# Nearest site to visit Gibraltar



## DJMotorhomer (Apr 15, 2010)

Hi All

At the moment we are in Castrojeriz at Camino De Santiago campsite, slowly making our way to Gibraltar. I know we cannot take the MH into/onto Gibraltar, so does anyone know of the nearest sites we can stay on and either walk or bus it to Gib.

Cheers

DJM, Jan & Mo


----------



## Grizzly (May 9, 2005)

Excellent site: Camping SurEuropa at La Linea. We use it for Gib. :

http://www.motorhomefacts.com/modules.php?name=Campsites&op=display_results&csid=5968

G

Edit: There is now, we understand, a bus service to La Linea from a short walk away or a taxi is about 7 euros. If you have a bike then no problem- a dedicated cycle track along the sea front.


----------



## lafree (Dec 31, 2007)

Hi, We were in Gib 2 weeks ago and saw MH there, Sureuropa camping good but not in walking distance of Gib north of the harbour just off the sea front. keep your hand on your wallet in La linea market. Some good fish resteraunts on La Linea sea front.
Lafree.


----------



## Qnapper (Jul 26, 2012)

We were there about 9 weeks ago and drove our MH onto the gib no problems, however parking is limited so spent 45 minutes looking for a place. You can park at the other end of the Gib were there is a large car park and get the bus back in.
To be honest it not worth the hassle unless you want to park over night there. 
If you go past the frontier gate about 1km there are carpark areas (free) that you can park in and walk onto the Gib as we did the second day and then stayed overnight in the same car park without hassle. The local police can in walked around the 2 other MH's and ours around 11pm and left.


----------



## BlakeneyPlayer (Feb 22, 2009)

*Gibraltar*

No reason not to go into Gibraltar with MH but because the Spanish customs (depending on the day) are working to rule your exit might be slow and if they are on a tobacco hunt then there could be a minute examination of the van and its contents. Best place to park is Safeway and stock up on all those things you have missed. Go across runway, head towards port and pick up superstore signs. Don't overstay or they will clamp you. Agree with post on campsite above.


----------



## mikebeaches (Oct 18, 2008)

Camping La Casita, is about 9 miles due north of Gib, at Alcaidesa - San Roque district.

http://www.spain.info/en_GB/antes_del_viaje/alojamientos/camping/cadiz/casita_la.html

Mike


----------



## Grizzly (May 9, 2005)

mikebeaches said:


> Camping La Casita, is about 9 miles due north of Gib, at Alcaidesa - San Roque district.
> Mike


Mike...have you stayed there ? We had it marked out as a possible ( in case SurEuropa was full) this August but, drove into the gates and fairly rapidly drove out again. We might well have seen it at it's worst- mid-August- but it seemed dusty, run-down and over-crowded.

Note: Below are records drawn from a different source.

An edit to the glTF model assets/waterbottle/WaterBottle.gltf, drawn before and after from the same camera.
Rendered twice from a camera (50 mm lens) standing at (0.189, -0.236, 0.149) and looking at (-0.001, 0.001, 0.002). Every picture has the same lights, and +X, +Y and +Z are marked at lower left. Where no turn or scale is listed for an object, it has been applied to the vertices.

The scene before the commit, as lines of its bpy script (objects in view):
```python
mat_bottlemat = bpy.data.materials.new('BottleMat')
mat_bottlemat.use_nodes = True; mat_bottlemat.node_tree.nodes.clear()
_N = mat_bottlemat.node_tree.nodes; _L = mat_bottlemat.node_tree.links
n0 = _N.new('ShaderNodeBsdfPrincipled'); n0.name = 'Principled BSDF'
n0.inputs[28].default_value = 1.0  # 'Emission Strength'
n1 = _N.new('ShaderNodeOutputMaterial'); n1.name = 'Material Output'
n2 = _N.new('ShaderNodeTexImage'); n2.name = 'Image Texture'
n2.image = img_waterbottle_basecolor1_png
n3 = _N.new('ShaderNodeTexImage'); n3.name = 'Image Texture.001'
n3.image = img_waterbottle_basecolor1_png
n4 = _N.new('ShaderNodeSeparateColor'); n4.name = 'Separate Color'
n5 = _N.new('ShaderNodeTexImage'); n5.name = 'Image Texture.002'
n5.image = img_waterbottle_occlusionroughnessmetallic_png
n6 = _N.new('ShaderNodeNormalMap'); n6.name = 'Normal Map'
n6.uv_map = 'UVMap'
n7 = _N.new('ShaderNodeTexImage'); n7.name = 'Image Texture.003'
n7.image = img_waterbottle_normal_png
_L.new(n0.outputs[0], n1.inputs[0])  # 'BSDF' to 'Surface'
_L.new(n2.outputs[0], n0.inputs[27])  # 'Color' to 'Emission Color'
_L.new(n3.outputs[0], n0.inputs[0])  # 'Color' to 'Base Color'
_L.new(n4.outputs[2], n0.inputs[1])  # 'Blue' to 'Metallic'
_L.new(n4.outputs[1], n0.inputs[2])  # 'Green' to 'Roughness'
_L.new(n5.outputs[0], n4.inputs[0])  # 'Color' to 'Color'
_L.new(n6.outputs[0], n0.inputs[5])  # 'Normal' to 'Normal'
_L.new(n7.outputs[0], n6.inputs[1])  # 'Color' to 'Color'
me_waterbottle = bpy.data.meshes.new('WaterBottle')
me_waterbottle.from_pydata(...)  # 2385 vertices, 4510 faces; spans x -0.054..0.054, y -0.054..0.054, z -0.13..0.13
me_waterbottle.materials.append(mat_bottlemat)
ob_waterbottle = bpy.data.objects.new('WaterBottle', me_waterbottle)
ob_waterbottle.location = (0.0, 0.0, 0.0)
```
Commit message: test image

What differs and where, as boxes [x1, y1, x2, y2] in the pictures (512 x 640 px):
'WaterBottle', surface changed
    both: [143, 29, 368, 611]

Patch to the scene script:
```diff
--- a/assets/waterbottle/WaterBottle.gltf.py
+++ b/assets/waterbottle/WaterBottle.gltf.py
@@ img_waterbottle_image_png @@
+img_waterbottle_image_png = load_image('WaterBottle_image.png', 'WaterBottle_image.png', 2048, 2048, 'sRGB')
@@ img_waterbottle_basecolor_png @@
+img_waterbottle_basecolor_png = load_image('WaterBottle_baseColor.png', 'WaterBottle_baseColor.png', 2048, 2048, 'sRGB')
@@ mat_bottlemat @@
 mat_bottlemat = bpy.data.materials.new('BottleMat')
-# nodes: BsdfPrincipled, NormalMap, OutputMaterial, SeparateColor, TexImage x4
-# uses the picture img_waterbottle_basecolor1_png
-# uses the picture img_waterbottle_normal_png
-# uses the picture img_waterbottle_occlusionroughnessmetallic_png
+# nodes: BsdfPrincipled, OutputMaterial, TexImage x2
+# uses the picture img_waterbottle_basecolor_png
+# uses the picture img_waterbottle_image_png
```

To add injury to insult we managed to ground on the steep pull up out of the main gates !

G


----------



## mikebeaches (Oct 18, 2008)

Not stayed, but did go to the site with a hire car and wander round part of it, in the autumn about 7 or 8 years ago. We enjoyed the beach nearby and made a note of the site for future reference.

Sounds as though it might have gone down hill, because we thought it looked OK at the time. Useful to have your feedback.

Mike


----------



## Mutleysdad (Jan 28, 2011)

*Gibraltar*

Up until recently there was a great wild camp at La Linea directly in front of the rock + all facilities within a 5 minute walk to the border. When we arrived there Saturday 27th October, the Authorities had blocked it or it had badly flooded, but there is a large car park before the old one and it costs €10 for 24 hours. When we got set up there the place was packed, but still with many places available. After dark we were the only one's there!! So if you are a bit squeamish you might feel insecure, although as the word get's around there will be more using it I'm sure, anyway, we had a good night of sleep with no problems, thanks to our dog Mutley!! A very smart Cairn Terrier.


----------



## Jools66 (Apr 21, 2011)

We parked overnight 1st Dec just in front the rock/boarder with 6 other vans. No problems, walked into Gib for few hours... that was enough! Police did a round of the area (wasteground) a couple times when we where there that I noticed. Circus was pitched up down the road very little noise from there. Couple of vans been there few nights, was told that the police move vans on 'now and then'


----------